§ TASK OBJECTIVE:
Where in the records does the word "const" occur? Copy each line in which it does.

*** Opening AVAILABLE DATA ***

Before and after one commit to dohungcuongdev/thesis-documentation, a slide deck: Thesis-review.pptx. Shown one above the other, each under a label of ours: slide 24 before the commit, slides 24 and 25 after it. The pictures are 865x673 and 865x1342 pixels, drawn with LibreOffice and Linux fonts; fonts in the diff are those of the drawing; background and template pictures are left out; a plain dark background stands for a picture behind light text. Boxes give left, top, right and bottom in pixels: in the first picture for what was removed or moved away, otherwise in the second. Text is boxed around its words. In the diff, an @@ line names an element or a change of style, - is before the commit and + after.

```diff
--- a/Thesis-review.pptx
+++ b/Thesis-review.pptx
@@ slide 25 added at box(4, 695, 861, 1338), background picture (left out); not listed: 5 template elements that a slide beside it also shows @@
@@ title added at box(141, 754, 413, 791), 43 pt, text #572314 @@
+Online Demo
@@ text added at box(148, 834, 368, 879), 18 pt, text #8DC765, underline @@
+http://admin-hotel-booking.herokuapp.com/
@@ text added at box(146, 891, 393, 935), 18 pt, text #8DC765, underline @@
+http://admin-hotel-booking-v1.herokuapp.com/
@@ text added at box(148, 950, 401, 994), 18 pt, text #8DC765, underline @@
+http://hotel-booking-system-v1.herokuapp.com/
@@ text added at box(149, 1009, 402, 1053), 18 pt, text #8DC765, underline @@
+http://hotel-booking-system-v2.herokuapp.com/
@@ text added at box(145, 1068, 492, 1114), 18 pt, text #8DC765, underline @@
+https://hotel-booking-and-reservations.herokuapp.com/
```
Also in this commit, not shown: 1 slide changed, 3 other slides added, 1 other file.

*** Closing AVAILABLE DATA ***
*** Opening AVAILABLE DATA ***

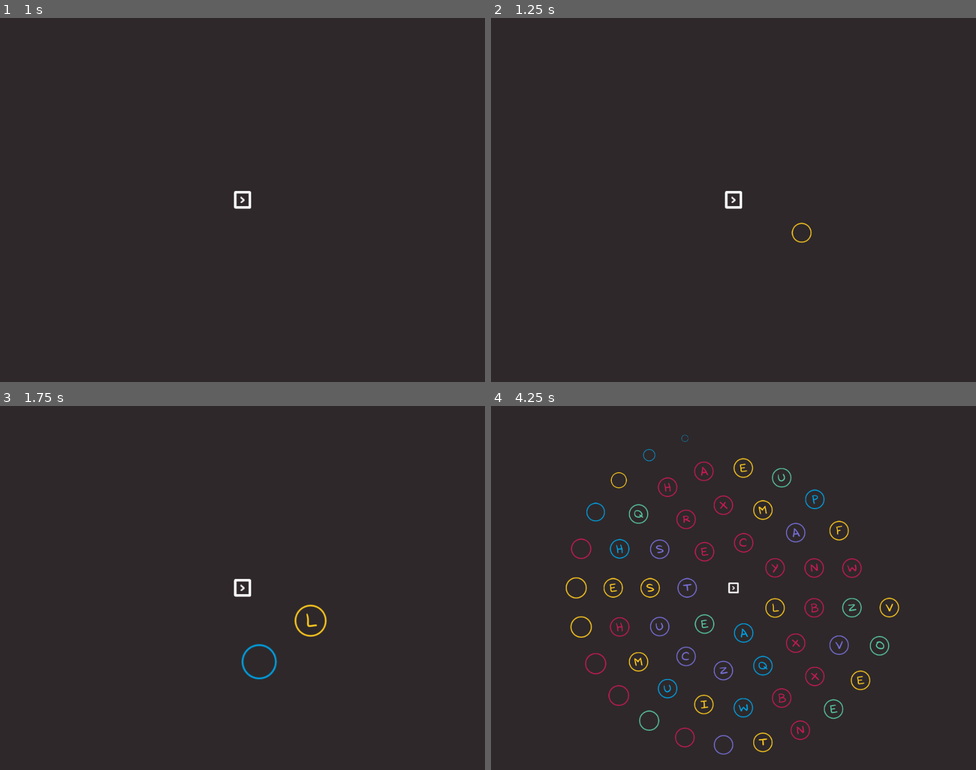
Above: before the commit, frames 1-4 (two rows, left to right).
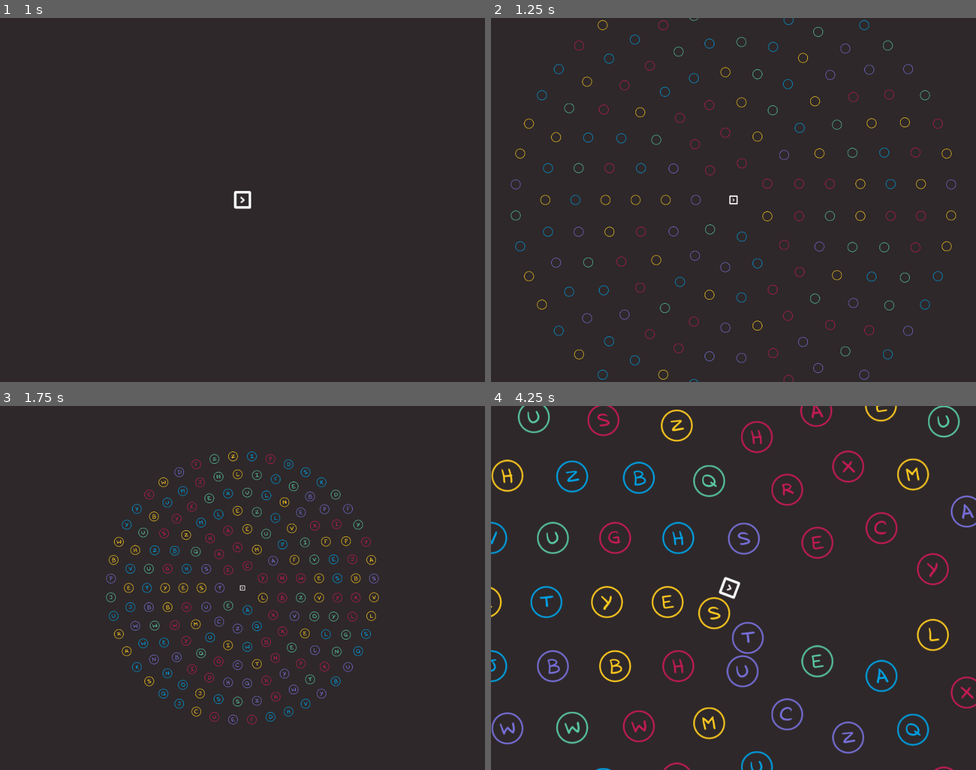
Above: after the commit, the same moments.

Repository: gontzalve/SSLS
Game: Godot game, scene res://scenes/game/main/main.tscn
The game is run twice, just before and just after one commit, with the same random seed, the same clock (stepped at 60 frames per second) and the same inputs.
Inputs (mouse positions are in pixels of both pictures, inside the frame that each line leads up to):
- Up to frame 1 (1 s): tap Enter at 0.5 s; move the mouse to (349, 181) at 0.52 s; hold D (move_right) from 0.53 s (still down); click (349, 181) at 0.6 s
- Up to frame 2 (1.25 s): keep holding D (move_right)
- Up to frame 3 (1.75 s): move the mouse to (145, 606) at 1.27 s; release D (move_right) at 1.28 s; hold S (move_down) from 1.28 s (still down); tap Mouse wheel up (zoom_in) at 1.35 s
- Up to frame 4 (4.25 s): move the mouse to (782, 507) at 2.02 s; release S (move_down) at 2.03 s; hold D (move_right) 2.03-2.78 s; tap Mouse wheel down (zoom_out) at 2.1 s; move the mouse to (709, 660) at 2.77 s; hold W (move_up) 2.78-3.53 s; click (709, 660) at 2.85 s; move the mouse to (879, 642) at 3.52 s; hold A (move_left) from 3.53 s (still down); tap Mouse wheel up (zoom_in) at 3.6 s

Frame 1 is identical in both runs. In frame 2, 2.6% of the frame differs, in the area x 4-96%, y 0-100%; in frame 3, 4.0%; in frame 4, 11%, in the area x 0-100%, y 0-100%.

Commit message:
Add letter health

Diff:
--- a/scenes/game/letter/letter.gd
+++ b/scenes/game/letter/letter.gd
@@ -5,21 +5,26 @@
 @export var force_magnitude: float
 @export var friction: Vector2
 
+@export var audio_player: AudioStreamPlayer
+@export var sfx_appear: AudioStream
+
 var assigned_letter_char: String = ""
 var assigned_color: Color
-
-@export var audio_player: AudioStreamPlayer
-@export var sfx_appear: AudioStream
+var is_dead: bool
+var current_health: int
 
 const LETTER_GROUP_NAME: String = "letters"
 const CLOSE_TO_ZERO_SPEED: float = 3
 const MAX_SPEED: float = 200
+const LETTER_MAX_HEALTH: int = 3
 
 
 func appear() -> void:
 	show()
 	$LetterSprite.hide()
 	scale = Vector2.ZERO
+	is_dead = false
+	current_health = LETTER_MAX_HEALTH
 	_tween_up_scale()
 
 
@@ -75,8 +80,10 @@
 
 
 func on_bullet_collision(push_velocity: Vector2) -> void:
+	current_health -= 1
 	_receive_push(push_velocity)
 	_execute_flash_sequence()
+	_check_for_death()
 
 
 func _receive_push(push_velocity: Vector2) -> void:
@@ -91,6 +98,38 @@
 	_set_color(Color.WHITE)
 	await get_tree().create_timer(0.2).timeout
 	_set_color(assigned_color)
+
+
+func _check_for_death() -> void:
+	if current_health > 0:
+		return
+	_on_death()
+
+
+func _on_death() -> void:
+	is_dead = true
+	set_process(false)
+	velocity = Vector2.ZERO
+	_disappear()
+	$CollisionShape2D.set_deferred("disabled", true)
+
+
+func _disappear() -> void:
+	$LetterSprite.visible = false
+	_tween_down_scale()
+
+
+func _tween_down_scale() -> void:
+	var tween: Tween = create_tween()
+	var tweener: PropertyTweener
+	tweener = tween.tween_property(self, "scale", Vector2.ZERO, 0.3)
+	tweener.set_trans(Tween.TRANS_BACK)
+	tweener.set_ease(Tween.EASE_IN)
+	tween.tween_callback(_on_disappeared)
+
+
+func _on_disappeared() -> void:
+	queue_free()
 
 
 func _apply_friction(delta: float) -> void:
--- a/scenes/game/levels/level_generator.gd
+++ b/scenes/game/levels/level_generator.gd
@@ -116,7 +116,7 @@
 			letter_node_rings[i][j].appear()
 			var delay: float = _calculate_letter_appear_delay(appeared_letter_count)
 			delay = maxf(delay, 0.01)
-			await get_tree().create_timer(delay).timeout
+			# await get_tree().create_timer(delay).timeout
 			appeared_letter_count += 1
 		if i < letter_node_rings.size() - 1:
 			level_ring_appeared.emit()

*** Closing AVAILABLE DATA ***

§ EXERCISE SOLUTION:
 const LETTER_GROUP_NAME: String = "letters"
 const CLOSE_TO_ZERO_SPEED: float = 3
 const MAX_SPEED: float = 200
+const LETTER_MAX_HEALTH: int = 3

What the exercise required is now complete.